ドラゴンの四肢が弾け、煙を上げて宙に舞っていた。


「グッ、グォォォオッ!?」


ドラゴンが悲鳴を上げた。

相当痛むのだろう……

四肢が舞っているのだから当然だ。


「ご、ごめんなさいドラゴンさん。AKIHOさんたちのことを考えたら、焦って力の調節が上手くいかなくて……」


「なんだっ、何が起こった……いや、そうじゃない! それは分かっている! だが、貴様……なぜ"我の魔力"を用いて魔力爆発を起こせた……!?」


ギロリ。

ドラゴンがその紅い瞳で私に問いかけてくる。

……何を?

それは分からない。

外国語だから。

そんなことよりも、


「本物のドラゴン、なんだよね? でもリウ選手でもあるんだよね? じゃあこのままトドメってワケには……いかないよね?」


いったい私、この後どうすればいいんだろう?




* * *




~実況者生帆なまほの視点~


「んー……何か電気系統のトラブルが起こっている模様です。

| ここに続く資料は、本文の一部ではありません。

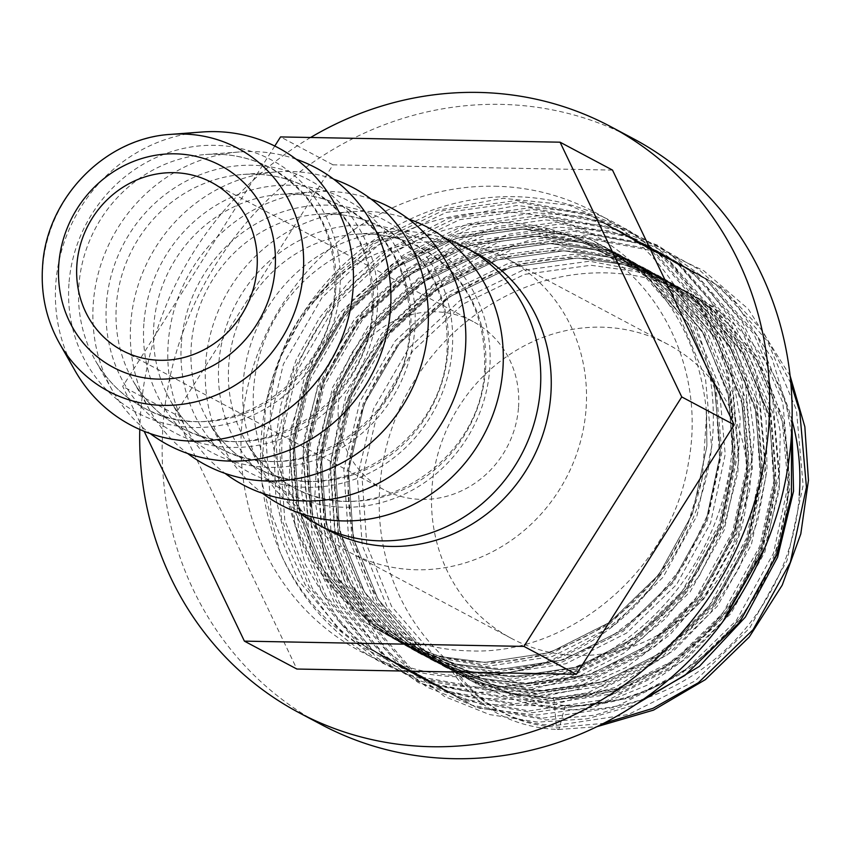 <?xml version="1.0" encoding="UTF-8"?>
<svg xmlns="http://www.w3.org/2000/svg" width="851" height="851" viewBox="0 0 851 851"><rect width="100%" height="100%" fill="white"/><g stroke="black" fill="none" stroke-linecap="round" stroke-linejoin="round"><path stroke-width="0.64" stroke-dasharray="4.25 3.19" d="M479.209 687.268A248.864 232.483 118 0 1 279.756 551.342L261.353 479.985L265.618 404.98L266.788 399.693A248.864 232.483 118 0 1 514.376 196.666A248.864 232.483 118 0 1 732.328 446.403A248.864 232.483 118 0 1 479.209 687.268M201.985 132.011A157.02 146.691 -62 0 0 55.804 283.617A157.02 146.691 -62 0 0 75.016 370.653M296.137 159.211A157.02 146.691 -62 0 0 239.45 151.946A157.02 146.691 -62 0 0 93.27 303.541A157.02 146.691 -62 0 0 112.481 390.588A157.02 146.691 -62 0 0 150.17 433.542M333.603 179.146A157.02 146.691 -62 0 0 276.915 171.881A157.02 146.691 -62 0 0 130.735 323.476A157.02 146.691 -62 0 0 149.946 410.522A157.02 146.691 -62 0 0 187.635 453.477M371.068 199.081A157.02 146.691 -62 0 0 314.381 191.815A157.02 146.691 -62 0 0 168.19 343.41A157.02 146.691 -62 0 0 187.411 430.457A157.02 146.691 -62 0 0 225.1 473.411M408.533 219.015A157.02 146.691 -62 0 0 351.846 211.75A157.02 146.691 -62 0 0 205.655 363.345A157.02 146.691 -62 0 0 224.866 450.392A157.02 146.691 -62 0 0 262.565 493.346M445.988 238.94A157.02 146.691 -62 0 0 389.311 231.685A157.02 146.691 -62 0 0 243.12 383.28A157.02 146.691 -62 0 0 262.331 470.326A157.02 146.691 -62 0 0 300.031 513.281M475.986 253.034A157.02 146.691 -62 0 0 253.609 388.864A157.02 146.691 -62 0 0 328.475 530.279M633.059 138.522A331.89 310.062 -62 0 0 163.03 425.606A331.89 310.062 -62 0 0 321.263 724.531M310.615 137.49A331.89 310.062 -62 0 0 140.553 413.65A331.89 310.062 -62 0 0 139.787 429.457M586.084 408.586A166.541 155.584 -62 0 0 506.685 258.587A166.541 155.584 -62 0 0 270.831 402.64A166.541 155.584 -62 0 0 350.229 552.639A166.541 155.584 -62 0 0 586.084 408.586M747.178 494.293A166.541 155.584 -62 0 0 667.78 344.304A166.541 155.584 -62 0 0 431.925 488.357A166.541 155.584 -62 0 0 511.323 638.346A166.541 155.584 -62 0 0 747.178 494.293M518.525 407.31A95.163 88.908 -62 0 0 473.156 321.593A95.163 88.908 -62 0 0 338.379 403.917A95.163 88.908 -62 0 0 383.758 489.623A95.163 88.908 -62 0 0 518.525 407.31M552.863 698.597L516.28 695.044L468.358 677.896L452.828 668.514C446.19 663.748 447.296 664.333 456.136 670.28L474.018 680.906L526.503 700.479L566.394 705.798A5.925 1.904 91.1 0 0 566.085 705.713A5.925 1.904 91.1 0 0 564.511 708.075L559.564 727.169A5.925 1.904 -88.9 0 1 557.99 729.53A5.925 1.904 -88.9 0 1 556.246 725.403L554.299 702.639A5.925 1.904 91.1 0 0 552.863 698.597C663.578 703.075 770.58 599.71 774.899 482.283L768.783 414.214L742.678 352.399L699.054 302.828L666.79 281.373L623.357 264.459L577.382 258.055L511.121 267.171L449.732 296.733L399.183 343.836L364.345 403.81L348.559 470.763L353.303 538.098L378.057 599.2L420.32 648.047L451.785 669.077L494.25 685.47L539.268 691.363L604.178 681.534L664.205 651.249L713.393 603.423L746.88 542.725L761.305 475.049L755.199 406.98L729.084 345.166L685.459 295.595L653.206 274.139L609.763 257.236L563.798 250.832L497.527 259.938L436.148 289.5L385.599 336.602L350.75 396.577L334.964 463.529L339.719 530.875L364.462 591.966L406.735 640.814L438.201 661.844L480.666 678.236L525.684 684.14L590.594 674.3L650.611 644.016L699.799 596.189L733.285 535.492L747.71 467.816L741.604 399.757L715.489 337.932L671.875 288.361L639.612 266.906L596.168 250.003L550.203 243.599L483.932 252.704L422.553 282.277L372.004 329.369L337.166 389.343L321.38 456.296L326.124 523.642L350.878 584.743L393.141 633.58L424.606 654.61L467.071 671.003L512.089 676.907L576.999 667.067L637.016 636.782L686.214 588.966L719.691 528.258L734.115 460.582L728.009 392.524L701.905 330.699L658.28 281.128L626.017 259.683L582.573 242.769L536.609 236.365L470.348 245.471L408.959 275.043L358.409 322.135L323.571 382.11L307.785 449.062L312.53 516.408L337.283 577.51L379.546 626.347L411.012 647.377L453.477 663.769L498.495 669.673L563.405 659.844L623.432 629.549L672.62 581.733L706.107 521.035L720.531 453.349L714.425 385.29L688.31 323.465L644.686 273.905L612.422 252.449L568.989 235.536L523.025 229.132L456.753 238.237L395.375 267.81L344.815 314.902L309.977 374.876L294.191 441.839L298.946 509.175L323.688 570.276L365.951 619.113L397.417 640.154L439.882 656.536L484.9 662.44L549.81 652.611L609.837 622.315L659.025 574.499L692.512 513.802L706.936 446.126L706.149 408.48A221.632 207.048 -62 0 1 706.617 414.246L702.373 477.73L686.523 527.865L660.844 573.882C590.222 681.821 436.999 708.351 342.996 633.261C315.115 611.443 294.031 584.137 279.756 551.342A248.864 232.483 118 0 1 266.788 399.693C275.362 362.803 291.521 329.635 315.295 300.18C394.194 199.613 548.852 180.774 635.08 265.321C676.056 303.179 699.745 350.899 706.149 408.48M566.394 705.798C677.109 710.277 784.122 606.912 788.43 489.485L782.324 421.415L756.209 359.59L712.585 310.03L680.332 288.574L636.888 271.66L590.924 265.257L524.652 274.373L463.274 303.935L412.724 351.027L377.876 411.012L362.09 477.964L366.845 545.3L391.588 606.401L433.861 655.249L465.327 676.279L507.792 692.671L552.81 698.565L617.72 688.736L677.736 658.44L726.924 610.624L760.411 549.927L774.835 482.251L768.73 414.182L742.625 352.367L699.001 302.796L666.737 281.341L623.294 264.427L577.329 258.034L511.057 267.14L449.679 296.701L399.13 343.804L364.292 403.778L348.506 470.731L353.25 538.077L378.004 599.168L420.266 648.015L451.732 669.046L494.197 685.438L539.215 691.342L604.125 681.502L664.142 651.217L713.34 603.391L746.816 542.693L761.241 475.018L755.135 406.959L729.03 345.134L685.406 295.563L653.142 274.107L609.699 257.204L563.734 250.8L497.473 259.906L436.084 289.478L385.535 336.57L350.697 396.545L334.911 463.497L339.655 530.843L364.409 591.934L406.672 640.782L438.137 661.812L480.602 678.204L525.62 684.108L590.53 674.269L650.558 643.984L699.745 596.168L733.232 535.46L747.657 467.784L741.551 399.725L715.436 337.9L671.811 288.329L639.548 266.884L596.115 249.971L550.15 243.567L483.879 252.673L422.5 282.245L371.94 329.337L337.102 389.311L321.316 456.264L326.071 523.61L350.814 584.711L393.077 633.548L424.543 654.579L467.008 670.971L512.025 676.875L576.935 667.035L636.963 636.75L686.151 588.935L719.638 528.226L734.062 460.551L727.956 392.492L701.841 330.667L658.217 281.107L625.964 259.651L582.52 242.737L536.555 236.333L470.284 245.439L408.905 275.011L358.356 322.103L323.508 382.078L307.722 449.041L312.477 516.376L337.23 577.478L379.493 626.315L410.959 647.356L453.423 663.737L498.441 669.641L563.351 659.812L623.368 629.517L672.567 581.701L706.043 521.003L720.467 453.328L714.361 385.258L688.257 323.433L644.632 273.873L612.369 252.417L568.925 235.504L522.961 229.1L456.689 238.216L395.311 267.778L344.761 314.87L309.924 374.855L294.138 441.807L298.882 509.143L323.635 570.244L365.898 619.092L397.364 640.122L439.829 656.515L484.847 662.408L549.757 652.579L609.773 622.283L658.972 574.468L692.448 513.77L706.883 446.094L706.617 414.246M792.079 420.532A221.632 207.048 -62 0 0 693.65 295.669A221.632 207.048 -62 0 0 379.78 487.378A221.632 207.048 -62 0 0 485.442 686.98A221.632 207.048 -62 0 0 799.323 495.271M315.295 300.18L374.685 243.546L442.765 210.686L516.259 200.528L588.062 214.122L651.196 250.151L699.554 305.147L728.467 373.749L735.179 449.275L719.084 524.376L681.832 591.732L627.144 644.781L560.426 678.375L488.283 689.246L417.852 676.385L356.069 641.069L309.073 586.796L281.521 518.919L276.171 444.116L293.616 369.738L332.23 303.116L388.279 250.779L456.359 217.92L529.854 207.761L601.657 221.345L664.791 257.385L713.149 312.381L742.061 380.982L748.763 456.508L732.679 531.609L695.427 598.966L640.739 652.015L574.021 685.598L501.877 696.48L431.436 683.619L369.664 648.302L322.667 594.03L295.106 526.152L289.765 451.349L307.211 376.972L345.825 310.338L401.874 258.013L469.943 225.143L543.449 214.995L615.241 228.579L678.385 264.618L726.743 319.614L755.656 388.216L762.358 463.742L746.263 538.843L709.021 606.189L654.323 659.248L587.615 692.831L515.472 703.713L445.03 690.842L383.258 655.536L336.251 601.263L308.7 533.386L303.35 458.583L320.806 384.205L359.409 317.572L415.469 265.246L483.538 232.376L557.043 222.228L628.836 235.812L691.969 271.852L740.327 326.837L769.251 395.438L775.952 470.975L759.858 546.065L722.616 613.422L667.918 666.471L601.2 700.065L529.067 710.947L458.625 698.075L396.843 662.769L349.846 608.497L322.295 540.619L316.944 465.816L334.4 391.439L373.004 324.805L429.053 272.48L497.133 239.61L570.627 229.462L642.431 243.046L705.564 279.085L753.922 334.071L782.835 402.672L789.547 478.198L773.453 553.299L736.2 620.656L681.513 673.705L614.794 707.298L542.651 718.18L472.209 705.309L410.437 669.992L363.441 615.73L335.879 547.853L330.539 473.05L347.985 398.672L386.599 332.039L442.648 279.713L510.717 246.843L584.222 236.684L656.025 250.279L719.159 286.308L767.517 341.304L796.43 409.905L803.131 485.432L787.047 560.532L749.795 627.889L695.107 680.938L628.389 714.532L556.246 725.403A143.394 133.958 -62 0 1 452.828 668.514L447.775 664.78C473.273 705.713 510.004 727.297 557.979 729.53A5.925 1.904 -88.9 0 1 557.979 729.53L596.796 726.722M702.373 477.73C688.704 540.013 656.281 589.158 605.104 625.177C535.928 668.95 466.678 673.939 397.364 640.122L397.417 640.154C332.667 602.955 298.127 544.874 293.797 465.901C291.34 390.503 330.762 312.594 393.885 269.214C432.851 242.344 475.156 228.993 520.801 229.174C553.416 229.653 583.956 237.408 612.422 252.449L656.429 284.34L690.533 327.369L715.329 390.332L719.701 459.2L708.415 513.153L684.874 563.171L650.579 606.146L607.71 639.42L559.543 660.791L508.632 669.418L458.072 664.833L411.012 647.377C346.261 610.188 311.721 552.108 307.392 473.124C304.924 397.736 344.357 319.827 407.469 276.447C446.445 249.566 488.751 236.227 534.396 236.408C567 236.886 597.551 244.641 626.017 259.683L670.014 291.574L704.128 334.603L728.924 397.566L733.296 466.422L722.01 520.386L698.458 570.404L664.174 613.38L621.294 646.654L573.138 668.024L522.227 676.651L471.656 672.067L424.606 654.61C359.856 617.422 325.316 559.33 320.976 480.358C318.519 404.97 357.952 327.061 421.064 283.681C460.04 256.8 502.345 243.46 547.98 243.631C580.595 244.12 611.135 251.875 639.612 266.906L683.608 298.797L717.723 341.825L742.508 404.799L746.891 473.656L735.604 527.62L712.053 577.638L677.768 620.613L634.889 653.887L586.733 675.258L535.811 683.885L485.251 679.3L438.201 661.844C373.451 624.655 338.9 566.564 334.571 487.591C332.113 412.192 371.547 334.294 434.659 290.914C473.624 264.033 515.94 250.683 561.575 250.864C594.189 251.343 624.73 259.108 653.206 274.139L697.203 306.03L731.307 349.059L756.103 412.033L760.486 480.889L749.188 534.854L725.648 584.871L691.363 627.847L648.483 661.11L600.327 682.491L549.406 691.118L498.846 686.523L451.785 669.077C387.035 631.878 352.495 573.797 348.165 494.825C345.708 419.426 385.131 341.528 448.243 298.137C487.219 271.267 529.524 257.917 575.17 258.098C607.784 258.576 638.324 266.342 666.79 281.373L710.798 313.264L744.902 356.292L769.698 419.266L774.07 488.123L762.783 542.087L739.242 592.105L704.947 635.069L662.078 668.343L613.911 689.714L563 698.352L512.44 693.756L468.358 677.896M560.745 705.479L566.085 705.713C609.848 705.99 650.653 693.193 688.48 667.312C750.401 621.794 783.718 560.256 788.43 482.698C791.526 397.098 744.753 321.306 680.332 288.574L693.65 295.669M274.777 146.032L122.714 386.397L144.159 431.297M612.507 170.094L332.996 164.828L175.157 414.299L296.85 669.035M175.157 414.299L122.714 386.397M332.996 164.828L280.543 136.926M68.952 283.862A143.138 133.724 -62 0 0 194.315 427.5A143.138 133.724 -62 0 0 339.9 288.968A143.138 133.724 -62 0 0 214.537 145.319A143.138 133.724 -62 0 0 68.952 283.862M106.407 303.796A143.138 133.724 -62 0 0 231.77 447.435A143.138 133.724 -62 0 0 377.365 308.892A143.138 133.724 -62 0 0 252.002 165.254A143.138 133.724 -62 0 0 106.407 303.796M143.872 323.731A143.138 133.724 -62 0 0 269.235 467.369A143.138 133.724 -62 0 0 414.831 328.826A143.138 133.724 -62 0 0 289.468 185.188A143.138 133.724 -62 0 0 143.872 323.731M181.337 343.655A143.138 133.724 -62 0 0 306.7 487.304A143.138 133.724 -62 0 0 452.296 348.761A143.138 133.724 -62 0 0 326.933 205.123A143.138 133.724 -62 0 0 181.337 343.655M218.803 363.59A143.138 133.724 -62 0 0 344.166 507.239A143.138 133.724 -62 0 0 489.75 368.696A143.138 133.724 -62 0 0 364.388 225.058A143.138 133.724 -62 0 0 218.803 363.59M494.739 186.22A248.864 232.483 118 0 1 712.702 435.957A248.864 232.483 118 0 1 459.572 676.832A248.864 232.483 118 0 1 241.62 427.085A248.864 232.483 118 0 1 494.739 186.22M59.591 343.549A137.649 128.586 118 0 1 42.741 267.246A137.649 128.586 118 0 1 170.891 134.362M335.688 290.351A135.66 126.735 -62 0 0 205.176 154.542A135.66 126.735 -62 0 0 78.877 285.51A135.66 126.735 -62 0 0 95.472 360.718A135.66 126.735 -62 0 0 235.663 416.511A135.66 126.735 -62 0 0 335.688 290.351M373.142 310.285A135.66 126.735 -62 0 0 242.641 174.476A135.66 126.735 -62 0 0 116.342 305.445A135.66 126.735 -62 0 0 132.937 380.652A135.66 126.735 -62 0 0 273.128 436.446A135.66 126.735 -62 0 0 373.142 310.285M410.608 330.22A135.66 126.735 -62 0 0 280.107 194.4A135.66 126.735 -62 0 0 153.808 325.38A135.66 126.735 -62 0 0 170.402 400.576A135.66 126.735 -62 0 0 310.583 456.381A135.66 126.735 -62 0 0 410.608 330.22M448.073 350.144A135.66 126.735 -62 0 0 317.561 214.335A135.66 126.735 -62 0 0 191.262 345.315A135.66 126.735 -62 0 0 207.867 420.511A135.66 126.735 -62 0 0 348.048 476.315A135.66 126.735 -62 0 0 448.073 350.144M485.538 370.079A135.66 126.735 -62 0 0 355.027 234.27A135.66 126.735 -62 0 0 228.728 365.249A135.66 126.735 -62 0 0 245.333 440.446A135.66 126.735 -62 0 0 385.514 496.25A135.66 126.735 -62 0 0 485.538 370.079M456.136 670.28A143.394 133.958 -62 0 0 559.564 727.169L603.402 723.424M790.845 383.28L762.539 330.709L722.478 288.074L659.334 252.045L587.541 238.45L514.036 248.609L445.967 281.479L389.907 333.805L351.303 400.427L333.858 474.805L339.198 549.618L366.76 617.496L413.756 671.758L475.528 707.075L545.97 719.935L595.04 715.159L643.165 699.437M791.526 433.819L786.154 404.438L757.241 335.837L708.883 280.841L645.749 244.811L573.946 231.217L500.441 241.376L432.372 274.245L376.323 326.571L337.709 393.205L320.263 467.582L325.603 542.385L353.165 610.263L400.161 664.525L461.933 699.841L532.375 712.712L604.518 701.83L671.237 668.237L725.924 615.188L763.177 547.831L779.271 472.73L772.559 397.204L743.646 328.603L695.288 273.618L632.155 237.578L560.352 223.994L486.857 234.142L418.777 267.012L362.728 319.338L324.125 385.971L306.668 460.348L312.019 535.151L339.57 603.029L386.567 657.302L448.349 692.608L518.791 705.479L590.924 694.597L657.642 661.004L712.34 607.954L749.582 540.598L765.677 465.508L758.964 389.971L730.052 321.37L681.694 266.384L618.56 230.344L546.768 216.76L473.262 226.909L405.182 259.778L349.133 312.104L310.53 378.738L293.074 453.115L298.424 527.918L325.976 595.796L372.983 650.068L434.755 685.374L505.196 698.245L577.34 687.363L644.047 653.781L698.745 600.721L735.987 533.375L752.082 458.274L745.38 382.748L716.468 314.147L668.109 259.151L604.965 223.111L533.173 209.527L459.668 219.675L391.598 252.545L335.549 304.871L296.935 371.504L279.49 445.881L284.83 520.684L312.391 588.562L359.388 642.835L421.16 678.151L491.601 691.012L563.745 680.13L630.463 646.547L685.151 593.498L722.403 526.141L738.487 451.041L731.786 375.514L702.873 306.913L654.515 251.917L591.381 215.877L519.578 202.293L446.084 212.452L378.004 245.311L321.955 297.648L283.34 364.271L265.895 438.648L271.246 513.451L297.818 579.712L342.996 633.261M526.503 700.479A122.161 114.13 -62 0 0 564.511 708.075L630.368 698.107L691.267 667.386L741.189 618.879L775.165 557.309L789.802 488.655L783.622 419.617L757.145 356.899L712.893 306.626L655.153 273.66L589.488 261.214L522.269 270.458L460.008 300.467L408.735 348.25L373.408 409.097L357.399 477.028L362.228 545.342L387.343 607.337L430.234 656.887L486.612 689.119L550.916 700.852L616.784 690.874L677.683 660.153L727.594 611.646L761.571 550.076L776.218 481.421L770.027 412.384L743.551 349.665L699.309 299.392L641.558 266.437L575.893 253.981L508.675 263.236L446.424 293.233L395.151 341.017L359.813 401.863L343.804 469.795L348.633 538.109L373.749 600.104L416.639 649.653L473.028 681.896L537.332 693.618L603.189 683.651L664.088 652.919L714 604.423L747.976 542.842L762.624 474.188L756.433 405.15L729.956 342.442L685.715 292.159L627.964 259.204L562.309 246.758L495.091 256.002L432.829 286L381.556 333.783L346.219 394.63L330.22 462.561L335.039 530.875L360.164 592.87L403.044 642.42L459.434 674.662L523.737 686.385L589.594 676.417L650.494 645.686L700.416 597.189L734.381 535.609L749.029 466.965L742.849 397.917L716.372 335.209L672.12 284.925L614.379 251.97L548.714 239.525L481.496 248.769L419.235 278.766L367.962 326.55L332.624 387.396L316.625 455.328L321.455 523.652L346.57 585.637L389.46 635.197L445.839 667.429L510.143 679.151L575.999 669.184L636.91 638.463L686.821 589.956L720.797 528.375L735.434 459.731L729.254 390.683L702.777 327.975L658.536 277.692L600.785 244.737L535.119 232.291L467.901 241.535L405.65 271.533L354.367 319.316L319.04 380.174L303.03 448.094L307.86 516.419L332.975 578.403L375.865 627.964L432.255 660.195L496.558 671.918L562.415 661.95L623.315 631.229L673.226 582.722L707.202 521.152L721.85 452.498L715.659 383.45L689.182 320.742L644.941 270.458L587.19 237.503L521.535 225.058L454.317 234.302L392.056 264.31L340.783 312.083L305.445 372.94L289.436 440.861L294.265 509.185L319.391 571.17L362.271 620.73L418.66 652.962L482.964 664.684L548.821 654.717L609.72 623.996L660.844 573.882M516.28 695.044A122.161 114.13 -62 0 0 554.299 702.639L620.156 692.671L681.055 661.95L730.966 613.443L764.943 551.873L779.59 483.219L773.399 414.182L746.923 351.463L702.681 301.19L644.93 268.225L579.276 255.779L512.057 265.023L449.796 295.031L398.523 342.804L363.186 403.661L347.187 471.582L352.006 539.906L377.131 601.891L420.011 651.451L476.4 683.683L540.704 695.405L606.561 685.438L667.461 654.717L717.372 606.21L751.348 544.64L765.996 475.986L759.815 406.948L733.328 344.23L689.087 293.957L631.346 260.991L565.681 248.545L498.463 257.8L436.201 287.798L384.929 335.581L349.591 396.428L333.592 464.359L338.421 532.673L363.537 594.668L406.416 644.218L462.806 676.46L527.109 688.182L592.966 678.204L653.866 647.483L703.788 598.976L737.764 537.406L752.401 468.752L746.221 399.715L719.744 336.996L675.492 286.723L617.752 253.768L552.086 241.312L484.868 250.566L422.607 280.564L371.334 328.348L336.007 389.194L319.997 457.125L324.827 525.439L349.942 587.435L392.832 636.984L449.211 669.226L513.515 680.949L579.382 670.982L640.282 640.25L690.193 591.753L724.169 530.173L738.817 461.529L732.626 392.481L706.149 329.773L661.908 279.49L604.157 246.535L538.492 234.089L471.273 243.333L409.023 273.331L357.75 321.114L322.412 381.961L306.403 449.892L311.232 518.216L336.347 580.201L379.238 629.761L435.627 661.993L499.931 673.715L565.787 663.748L626.687 633.027L676.598 584.52L710.574 522.94L725.222 454.296L719.031 385.248L692.554 322.54L648.313 272.256L590.562 239.301L524.907 226.855L457.689 236.099L395.428 266.097L344.155 313.881L308.817 374.727L292.818 442.658L297.637 510.983L322.763 572.968L365.643 622.528L422.032 654.759L486.336 666.482L552.193 656.515L613.092 625.793L663.003 577.286L696.98 515.717L711.627 447.062L705.447 378.014L679.098 315.508L635.08 265.321M503.973 222.611C403.502 218.164 302.233 304.35 285.521 410.608C268.448 499.484 310.87 591.126 384.716 628.932C411.139 642.899 439.552 650.217 469.975 650.887C570.447 655.334 671.716 569.138 688.427 462.88C705.5 374.014 663.078 282.362 589.232 244.567C562.809 230.6 534.396 223.281 503.973 222.611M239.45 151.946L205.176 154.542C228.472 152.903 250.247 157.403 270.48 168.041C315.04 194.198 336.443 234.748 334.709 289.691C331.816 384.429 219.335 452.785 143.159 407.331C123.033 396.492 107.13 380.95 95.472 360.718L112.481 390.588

10階層地点でRENGE選手の姿がワープしたかのように消えたかと思ったら、11階から19階層までに設置してあった固定カメラが全て壊れてしまった模様ですね。たぶんRENGE選手の移動が高速過ぎたのだと思います」


>RENGEェ・・・

>RENGEおまえ・・・

>起きたと思ったらコレかよ!

>破壊神で草

>毎回何かしらトラブルを起こすな、この子w


「しかし色々と気になりますね。カメラが消える直前、19階層でLiU選手の翼らしき装備が輝いたように見えましたが、そもそもアレはいったい……? そしてRENGE選手やAKIHO選手たちが揃って19階層から出てこないのはいったいどういうことでしょう……?」


>まあ便りが無いのは元気な証拠というが・・・

>撮れ高仕事して

>カメラ復旧マダー?

>はよRENGE映して

>RENGE、1位取るって信じてるぞー!


生帆は実況者として繋ぎのために他の国の選手たちの状況を解説していく。

その傍ら、LiU選手のあの銀の翼、そして光には覚えがある気がする……

と考えたが結局思い出すことはなかったのだった。